На следующий день весь дом лицезрел «пенсионный патруль» с цепями на шеях. У кого-то – от старой бензопилы, у кого-то – от обездоленного советского сливного бачка, у кого-то – приводная…. Да что там шеи – пальцы бдительных стражей лавочки тоже были унизаны перстнями. У одной я заметила кастет… После этого даже гопники стали обходить наш подъезд стороной. Жаль, продлилось бесплатное представление недолго: защита от рака груди оказалась очень тяжелой, и бабки перешли на привычную облегченную униформу. Но подозреваю, что латы и шапочку из фольги дома все же заимели…
Дэн
Уходить от рыжей не хотелось. Здесь было тепло. Хотя батареи и обжигали холодом, а квартира (как наверняка и все остальные в доме) успела выстыть под осенними дождями и ветрами. Не иначе как коммунальщики выжидали: а вдруг именно в этом году обойдется и зимы не будет?
Но все же хотелось остаться. Потому что тут была она. Иногда – невозможная. Порою – раздражающая, отвлекающая, бесящая… А еще желанная, манящая… Моя рыжая.

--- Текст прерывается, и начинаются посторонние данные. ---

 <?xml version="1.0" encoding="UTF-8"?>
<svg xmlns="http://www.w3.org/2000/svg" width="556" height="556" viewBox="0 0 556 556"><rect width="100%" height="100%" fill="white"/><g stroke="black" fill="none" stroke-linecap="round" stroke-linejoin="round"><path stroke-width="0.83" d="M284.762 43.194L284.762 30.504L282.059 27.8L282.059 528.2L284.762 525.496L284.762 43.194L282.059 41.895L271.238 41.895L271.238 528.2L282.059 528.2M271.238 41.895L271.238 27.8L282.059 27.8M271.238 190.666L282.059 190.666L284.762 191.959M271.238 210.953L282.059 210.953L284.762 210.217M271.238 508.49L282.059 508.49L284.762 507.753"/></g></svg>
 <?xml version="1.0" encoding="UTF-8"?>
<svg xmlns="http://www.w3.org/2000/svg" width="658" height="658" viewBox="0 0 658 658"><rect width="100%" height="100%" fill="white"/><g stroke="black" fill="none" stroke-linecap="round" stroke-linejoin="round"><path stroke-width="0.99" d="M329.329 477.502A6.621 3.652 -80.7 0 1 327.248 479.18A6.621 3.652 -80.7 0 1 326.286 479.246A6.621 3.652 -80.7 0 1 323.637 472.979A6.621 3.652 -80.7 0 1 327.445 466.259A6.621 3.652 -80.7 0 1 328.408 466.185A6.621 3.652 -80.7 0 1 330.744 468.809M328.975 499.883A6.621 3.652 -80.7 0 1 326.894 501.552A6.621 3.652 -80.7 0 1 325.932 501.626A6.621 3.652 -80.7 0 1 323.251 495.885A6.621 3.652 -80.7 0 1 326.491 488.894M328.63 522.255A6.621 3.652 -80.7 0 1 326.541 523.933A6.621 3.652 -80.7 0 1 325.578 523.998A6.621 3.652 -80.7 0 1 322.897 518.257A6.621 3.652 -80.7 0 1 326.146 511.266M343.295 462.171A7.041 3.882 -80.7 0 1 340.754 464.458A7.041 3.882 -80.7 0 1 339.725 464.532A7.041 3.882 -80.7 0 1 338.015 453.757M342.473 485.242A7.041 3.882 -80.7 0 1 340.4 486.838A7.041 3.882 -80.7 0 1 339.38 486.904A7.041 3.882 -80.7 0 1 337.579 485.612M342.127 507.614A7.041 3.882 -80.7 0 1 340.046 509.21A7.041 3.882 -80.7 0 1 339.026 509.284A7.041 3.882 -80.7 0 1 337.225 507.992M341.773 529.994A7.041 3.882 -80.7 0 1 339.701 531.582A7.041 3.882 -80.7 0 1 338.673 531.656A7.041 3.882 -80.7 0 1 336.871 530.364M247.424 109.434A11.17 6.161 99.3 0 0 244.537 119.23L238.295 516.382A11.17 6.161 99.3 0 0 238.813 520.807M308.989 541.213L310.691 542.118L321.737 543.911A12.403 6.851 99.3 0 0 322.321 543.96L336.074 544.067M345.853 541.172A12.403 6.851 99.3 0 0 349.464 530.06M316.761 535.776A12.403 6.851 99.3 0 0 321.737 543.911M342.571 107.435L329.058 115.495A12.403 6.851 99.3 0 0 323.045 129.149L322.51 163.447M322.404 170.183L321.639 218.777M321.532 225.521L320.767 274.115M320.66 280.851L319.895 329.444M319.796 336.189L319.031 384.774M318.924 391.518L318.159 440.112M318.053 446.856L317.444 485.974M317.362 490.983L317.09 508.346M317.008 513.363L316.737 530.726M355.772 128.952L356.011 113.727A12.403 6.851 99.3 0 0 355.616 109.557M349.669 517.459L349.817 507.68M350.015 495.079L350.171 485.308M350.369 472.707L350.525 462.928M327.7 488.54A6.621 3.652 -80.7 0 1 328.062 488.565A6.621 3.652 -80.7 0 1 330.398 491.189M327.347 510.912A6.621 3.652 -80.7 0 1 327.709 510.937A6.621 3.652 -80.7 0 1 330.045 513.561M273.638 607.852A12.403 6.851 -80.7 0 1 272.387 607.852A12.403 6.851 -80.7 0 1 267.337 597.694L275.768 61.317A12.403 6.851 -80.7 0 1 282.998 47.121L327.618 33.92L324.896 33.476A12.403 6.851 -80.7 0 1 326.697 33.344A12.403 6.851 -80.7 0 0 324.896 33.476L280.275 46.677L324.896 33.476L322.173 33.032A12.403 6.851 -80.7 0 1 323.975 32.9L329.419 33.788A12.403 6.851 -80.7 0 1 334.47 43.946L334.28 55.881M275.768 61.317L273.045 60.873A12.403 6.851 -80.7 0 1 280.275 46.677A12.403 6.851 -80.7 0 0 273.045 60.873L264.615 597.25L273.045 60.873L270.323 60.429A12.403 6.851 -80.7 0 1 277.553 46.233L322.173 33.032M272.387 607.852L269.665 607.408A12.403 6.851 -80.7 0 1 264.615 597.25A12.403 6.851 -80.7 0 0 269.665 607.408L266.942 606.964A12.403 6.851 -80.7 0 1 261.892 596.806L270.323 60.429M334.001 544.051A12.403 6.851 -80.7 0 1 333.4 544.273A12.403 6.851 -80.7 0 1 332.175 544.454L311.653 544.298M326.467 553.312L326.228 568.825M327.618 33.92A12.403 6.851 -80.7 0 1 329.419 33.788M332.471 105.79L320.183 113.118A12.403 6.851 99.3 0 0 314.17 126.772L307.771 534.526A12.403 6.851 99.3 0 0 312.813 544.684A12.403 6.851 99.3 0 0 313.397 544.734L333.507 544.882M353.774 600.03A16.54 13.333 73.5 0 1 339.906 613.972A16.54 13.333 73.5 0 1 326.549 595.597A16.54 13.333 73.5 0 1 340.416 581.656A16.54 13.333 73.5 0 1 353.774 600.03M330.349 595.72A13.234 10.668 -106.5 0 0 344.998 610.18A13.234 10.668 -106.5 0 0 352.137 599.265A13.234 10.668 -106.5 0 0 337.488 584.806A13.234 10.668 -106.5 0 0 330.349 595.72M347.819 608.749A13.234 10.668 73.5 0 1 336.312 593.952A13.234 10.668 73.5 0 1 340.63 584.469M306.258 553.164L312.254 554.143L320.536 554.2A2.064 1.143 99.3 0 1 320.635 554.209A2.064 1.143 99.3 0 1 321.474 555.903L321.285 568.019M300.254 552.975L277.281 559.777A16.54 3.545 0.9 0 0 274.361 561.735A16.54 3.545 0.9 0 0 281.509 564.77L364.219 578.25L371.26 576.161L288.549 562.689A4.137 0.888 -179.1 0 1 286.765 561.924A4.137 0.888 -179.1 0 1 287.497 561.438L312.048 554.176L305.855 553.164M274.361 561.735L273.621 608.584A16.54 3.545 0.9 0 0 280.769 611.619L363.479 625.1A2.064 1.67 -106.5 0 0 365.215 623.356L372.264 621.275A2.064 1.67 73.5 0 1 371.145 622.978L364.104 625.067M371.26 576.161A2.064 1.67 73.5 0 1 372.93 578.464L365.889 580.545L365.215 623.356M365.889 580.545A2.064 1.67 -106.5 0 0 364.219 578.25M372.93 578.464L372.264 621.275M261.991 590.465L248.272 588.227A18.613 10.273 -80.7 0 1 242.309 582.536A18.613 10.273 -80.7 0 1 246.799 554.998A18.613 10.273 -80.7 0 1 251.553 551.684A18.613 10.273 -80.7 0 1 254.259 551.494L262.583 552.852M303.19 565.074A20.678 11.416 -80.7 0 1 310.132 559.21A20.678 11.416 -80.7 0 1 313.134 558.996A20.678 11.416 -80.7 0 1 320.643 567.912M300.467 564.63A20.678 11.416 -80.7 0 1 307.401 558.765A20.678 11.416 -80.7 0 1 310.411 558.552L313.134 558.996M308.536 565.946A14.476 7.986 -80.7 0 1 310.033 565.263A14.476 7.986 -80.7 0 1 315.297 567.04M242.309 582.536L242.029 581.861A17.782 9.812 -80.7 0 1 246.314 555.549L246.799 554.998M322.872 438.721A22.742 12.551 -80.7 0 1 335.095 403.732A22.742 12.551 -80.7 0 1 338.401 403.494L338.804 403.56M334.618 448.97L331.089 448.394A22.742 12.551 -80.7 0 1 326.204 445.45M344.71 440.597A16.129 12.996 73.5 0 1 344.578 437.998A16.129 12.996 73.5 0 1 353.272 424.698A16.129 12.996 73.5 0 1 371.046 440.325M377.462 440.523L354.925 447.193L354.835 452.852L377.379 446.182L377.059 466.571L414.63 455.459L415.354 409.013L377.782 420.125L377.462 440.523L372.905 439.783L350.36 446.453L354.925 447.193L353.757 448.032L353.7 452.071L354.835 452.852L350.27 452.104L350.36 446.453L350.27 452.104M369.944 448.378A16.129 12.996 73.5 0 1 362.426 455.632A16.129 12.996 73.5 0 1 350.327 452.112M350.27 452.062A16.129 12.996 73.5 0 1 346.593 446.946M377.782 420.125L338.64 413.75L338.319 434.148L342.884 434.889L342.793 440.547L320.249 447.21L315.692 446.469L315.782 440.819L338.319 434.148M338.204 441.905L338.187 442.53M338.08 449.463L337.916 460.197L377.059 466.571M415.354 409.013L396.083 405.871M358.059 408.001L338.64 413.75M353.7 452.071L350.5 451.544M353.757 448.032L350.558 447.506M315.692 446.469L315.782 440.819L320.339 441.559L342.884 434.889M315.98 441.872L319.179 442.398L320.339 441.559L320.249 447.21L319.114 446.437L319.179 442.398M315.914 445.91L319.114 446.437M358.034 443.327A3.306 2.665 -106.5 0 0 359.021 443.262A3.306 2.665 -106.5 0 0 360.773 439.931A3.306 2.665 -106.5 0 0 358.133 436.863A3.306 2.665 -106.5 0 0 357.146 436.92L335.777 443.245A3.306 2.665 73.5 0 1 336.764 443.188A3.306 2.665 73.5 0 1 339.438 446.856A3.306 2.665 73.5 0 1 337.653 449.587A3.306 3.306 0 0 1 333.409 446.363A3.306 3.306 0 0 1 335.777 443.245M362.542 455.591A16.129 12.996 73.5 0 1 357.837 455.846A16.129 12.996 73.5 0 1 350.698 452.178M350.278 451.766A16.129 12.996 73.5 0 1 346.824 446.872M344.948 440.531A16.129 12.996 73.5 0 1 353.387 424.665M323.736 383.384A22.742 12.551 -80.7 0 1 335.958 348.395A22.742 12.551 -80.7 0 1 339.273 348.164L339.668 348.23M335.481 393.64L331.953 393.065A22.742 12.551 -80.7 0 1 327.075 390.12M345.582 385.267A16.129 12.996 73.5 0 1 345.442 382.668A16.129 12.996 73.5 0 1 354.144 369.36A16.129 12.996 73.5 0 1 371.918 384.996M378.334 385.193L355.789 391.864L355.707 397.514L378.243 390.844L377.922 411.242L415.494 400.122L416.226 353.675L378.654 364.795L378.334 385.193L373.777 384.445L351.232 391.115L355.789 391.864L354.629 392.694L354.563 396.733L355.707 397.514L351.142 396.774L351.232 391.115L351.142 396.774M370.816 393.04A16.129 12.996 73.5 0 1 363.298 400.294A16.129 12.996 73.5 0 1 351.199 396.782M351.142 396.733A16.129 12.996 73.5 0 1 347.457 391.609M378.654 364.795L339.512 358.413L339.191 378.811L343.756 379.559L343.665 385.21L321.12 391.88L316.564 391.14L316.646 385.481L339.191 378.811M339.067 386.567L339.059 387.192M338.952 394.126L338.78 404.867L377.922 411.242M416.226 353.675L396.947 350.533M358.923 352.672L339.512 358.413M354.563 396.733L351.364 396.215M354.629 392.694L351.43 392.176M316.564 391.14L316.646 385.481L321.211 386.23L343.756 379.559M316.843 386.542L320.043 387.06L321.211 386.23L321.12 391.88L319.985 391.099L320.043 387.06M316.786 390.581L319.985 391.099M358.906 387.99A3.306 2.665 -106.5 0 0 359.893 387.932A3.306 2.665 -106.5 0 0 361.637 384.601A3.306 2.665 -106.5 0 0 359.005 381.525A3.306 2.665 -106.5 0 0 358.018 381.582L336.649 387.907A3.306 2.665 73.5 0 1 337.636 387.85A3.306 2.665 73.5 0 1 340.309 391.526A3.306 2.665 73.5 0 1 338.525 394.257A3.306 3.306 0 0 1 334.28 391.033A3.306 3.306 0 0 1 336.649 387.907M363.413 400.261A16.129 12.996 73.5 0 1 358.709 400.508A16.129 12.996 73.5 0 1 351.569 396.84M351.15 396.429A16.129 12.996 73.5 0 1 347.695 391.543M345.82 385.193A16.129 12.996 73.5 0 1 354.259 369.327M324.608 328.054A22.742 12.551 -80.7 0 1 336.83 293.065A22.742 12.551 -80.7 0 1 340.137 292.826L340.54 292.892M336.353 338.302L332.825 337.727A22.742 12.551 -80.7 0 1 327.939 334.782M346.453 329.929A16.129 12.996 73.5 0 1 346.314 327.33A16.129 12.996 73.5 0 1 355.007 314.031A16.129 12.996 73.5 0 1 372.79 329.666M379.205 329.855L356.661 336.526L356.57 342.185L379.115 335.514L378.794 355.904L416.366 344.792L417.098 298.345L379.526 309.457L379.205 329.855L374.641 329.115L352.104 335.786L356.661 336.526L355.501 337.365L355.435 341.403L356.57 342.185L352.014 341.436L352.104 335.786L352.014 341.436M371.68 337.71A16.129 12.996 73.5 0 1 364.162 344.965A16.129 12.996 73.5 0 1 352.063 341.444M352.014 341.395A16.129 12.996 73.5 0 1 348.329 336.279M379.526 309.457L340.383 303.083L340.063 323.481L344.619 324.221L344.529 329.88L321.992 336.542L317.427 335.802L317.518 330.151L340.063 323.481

От последней мысли чуть не споткнулся, выходя из подъезда. Моя? Когда она успела стать моей? Хотя бы в мыслях. Зараза рыжая. Пролезла же в голову.
Я всегда старался избегать привязанностей. Насмотрелся на отца. Этого хватило. Когда мать ушла, мне едва стукнуло тринадцать. Я был бунтарь, дикарь, идиот.
«Ты потом поймешь…» – говорила она, собирая чемодан. Я не понял. Вырос и не понял до сих пор, как можно было бросить нас ради своей гадской работы. Сорваться, потому что позвали в Штаты. Она хотела карьеры. Отец ее отпустил и стал ждать. Год, два, пять… пока не узнал, что все это время мать ему изменяла. Как, впрочем, и до отъезда.